Print every line exactly as it appears in the material below.

|---|

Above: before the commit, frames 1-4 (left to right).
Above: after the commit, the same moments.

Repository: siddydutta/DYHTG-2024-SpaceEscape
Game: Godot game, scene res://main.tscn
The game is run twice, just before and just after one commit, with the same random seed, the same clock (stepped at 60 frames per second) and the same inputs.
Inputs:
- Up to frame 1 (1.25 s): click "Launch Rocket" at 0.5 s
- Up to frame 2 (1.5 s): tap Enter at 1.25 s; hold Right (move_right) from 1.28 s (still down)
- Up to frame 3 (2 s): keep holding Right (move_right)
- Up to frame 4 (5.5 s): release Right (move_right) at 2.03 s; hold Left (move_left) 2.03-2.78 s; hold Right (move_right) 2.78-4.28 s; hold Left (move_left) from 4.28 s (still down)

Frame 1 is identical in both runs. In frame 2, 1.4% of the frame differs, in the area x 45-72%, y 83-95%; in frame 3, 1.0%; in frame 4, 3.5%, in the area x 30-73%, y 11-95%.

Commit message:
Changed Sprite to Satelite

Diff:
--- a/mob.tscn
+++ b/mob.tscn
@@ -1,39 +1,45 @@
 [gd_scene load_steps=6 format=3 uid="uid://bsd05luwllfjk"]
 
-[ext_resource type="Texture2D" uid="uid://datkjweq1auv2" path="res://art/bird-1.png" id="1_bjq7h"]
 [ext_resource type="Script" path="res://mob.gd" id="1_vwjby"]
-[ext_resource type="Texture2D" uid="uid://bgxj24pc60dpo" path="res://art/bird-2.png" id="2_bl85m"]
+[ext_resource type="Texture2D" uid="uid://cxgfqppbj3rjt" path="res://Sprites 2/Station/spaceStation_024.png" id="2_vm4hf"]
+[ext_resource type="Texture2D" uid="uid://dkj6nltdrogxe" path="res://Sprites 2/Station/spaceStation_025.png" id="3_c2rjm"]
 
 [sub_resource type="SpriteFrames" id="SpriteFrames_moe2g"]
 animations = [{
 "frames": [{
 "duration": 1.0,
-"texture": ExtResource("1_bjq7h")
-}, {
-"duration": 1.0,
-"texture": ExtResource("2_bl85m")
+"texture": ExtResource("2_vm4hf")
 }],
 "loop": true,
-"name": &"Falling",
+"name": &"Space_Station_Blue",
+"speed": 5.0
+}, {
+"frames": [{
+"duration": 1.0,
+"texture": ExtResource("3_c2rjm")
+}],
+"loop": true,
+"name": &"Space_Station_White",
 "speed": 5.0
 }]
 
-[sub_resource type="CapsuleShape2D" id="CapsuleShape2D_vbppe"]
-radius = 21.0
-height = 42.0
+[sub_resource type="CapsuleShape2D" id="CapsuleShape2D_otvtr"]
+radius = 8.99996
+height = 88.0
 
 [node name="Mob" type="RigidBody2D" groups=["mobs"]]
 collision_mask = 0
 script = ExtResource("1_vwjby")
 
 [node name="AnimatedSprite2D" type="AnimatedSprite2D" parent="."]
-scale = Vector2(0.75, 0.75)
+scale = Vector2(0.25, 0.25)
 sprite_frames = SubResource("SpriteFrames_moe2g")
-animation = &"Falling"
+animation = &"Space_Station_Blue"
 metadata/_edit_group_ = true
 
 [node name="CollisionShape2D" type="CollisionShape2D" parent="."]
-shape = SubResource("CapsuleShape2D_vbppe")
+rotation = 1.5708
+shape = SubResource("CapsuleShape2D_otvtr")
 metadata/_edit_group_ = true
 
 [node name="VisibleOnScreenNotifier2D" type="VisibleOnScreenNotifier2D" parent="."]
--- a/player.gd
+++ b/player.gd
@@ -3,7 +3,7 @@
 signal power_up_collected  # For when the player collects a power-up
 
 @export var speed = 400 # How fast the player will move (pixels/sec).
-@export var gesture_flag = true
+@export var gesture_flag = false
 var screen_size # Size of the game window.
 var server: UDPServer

|---|

- **EXERCISE ANSWER**:
Above: before the commit, frames 1-4 (left to right).
Above: after the commit, the same moments.

Repository: siddydutta/DYHTG-2024-SpaceEscape
Game: Godot game, scene res://main.tscn
The game is run twice, just before and just after one commit, with the same random seed, the same clock (stepped at 60 frames per second) and the same inputs.
Inputs:
- Up to frame 1 (1.25 s): click "Launch Rocket" at 0.5 s
- Up to frame 2 (1.5 s): tap Enter at 1.25 s; hold Right (move_right) from 1.28 s (still down)
- Up to frame 3 (2 s): keep holding Right (move_right)
- Up to frame 4 (5.5 s): release Right (move_right) at 2.03 s; hold Left (move_left) 2.03-2.78 s; hold Right (move_right) 2.78-4.28 s; hold Left (move_left) from 4.28 s (still down)

Frame 1 is identical in both runs. In frame 2, 1.4% of the frame differs, in the area x 45-72%, y 83-95%; in frame 3, 1.0%; in frame 4, 3.5%, in the area x 30-73%, y 11-95%.

Commit message:
Changed Sprite to Satelite

Diff:
--- a/mob.tscn
+++ b/mob.tscn
@@ -1,39 +1,45 @@
 [gd_scene load_steps=6 format=3 uid="uid://bsd05luwllfjk"]
 
-[ext_resource type="Texture2D" uid="uid://datkjweq1auv2" path="res://art/bird-1.png" id="1_bjq7h"]
 [ext_resource type="Script" path="res://mob.gd" id="1_vwjby"]
-[ext_resource type="Texture2D" uid="uid://bgxj24pc60dpo" path="res://art/bird-2.png" id="2_bl85m"]
+[ext_resource type="Texture2D" uid="uid://cxgfqppbj3rjt" path="res://Sprites 2/Station/spaceStation_024.png" id="2_vm4hf"]
+[ext_resource type="Texture2D" uid="uid://dkj6nltdrogxe" path="res://Sprites 2/Station/spaceStation_025.png" id="3_c2rjm"]
 
 [sub_resource type="SpriteFrames" id="SpriteFrames_moe2g"]
 animations = [{
 "frames": [{
 "duration": 1.0,
-"texture": ExtResource("1_bjq7h")
-}, {
-"duration": 1.0,
-"texture": ExtResource("2_bl85m")
+"texture": ExtResource("2_vm4hf")
 }],
 "loop": true,
-"name": &"Falling",
+"name": &"Space_Station_Blue",
+"speed": 5.0
+}, {
+"frames": [{
+"duration": 1.0,
+"texture": ExtResource("3_c2rjm")
+}],
+"loop": true,
+"name": &"Space_Station_White",
 "speed": 5.0
 }]
 
-[sub_resource type="CapsuleShape2D" id="CapsuleShape2D_vbppe"]
-radius = 21.0
-height = 42.0
+[sub_resource type="CapsuleShape2D" id="CapsuleShape2D_otvtr"]
+radius = 8.99996
+height = 88.0
 
 [node name="Mob" type="RigidBody2D" groups=["mobs"]]
 collision_mask = 0
 script = ExtResource("1_vwjby")
 
 [node name="AnimatedSprite2D" type="AnimatedSprite2D" parent="."]
-scale = Vector2(0.75, 0.75)
+scale = Vector2(0.25, 0.25)
 sprite_frames = SubResource("SpriteFrames_moe2g")
-animation = &"Falling"
+animation = &"Space_Station_Blue"
 metadata/_edit_group_ = true
 
 [node name="CollisionShape2D" type="CollisionShape2D" parent="."]
-shape = SubResource("CapsuleShape2D_vbppe")
+rotation = 1.5708
+shape = SubResource("CapsuleShape2D_otvtr")
 metadata/_edit_group_ = true
 
 [node name="VisibleOnScreenNotifier2D" type="VisibleOnScreenNotifier2D" parent="."]
--- a/player.gd
+++ b/player.gd
@@ -3,7 +3,7 @@
 signal power_up_collected  # For when the player collects a power-up
 
 @export var speed = 400 # How fast the player will move (pixels/sec).
-@export var gesture_flag = true
+@export var gesture_flag = false
 var screen_size # Size of the game window.
 var server: UDPServer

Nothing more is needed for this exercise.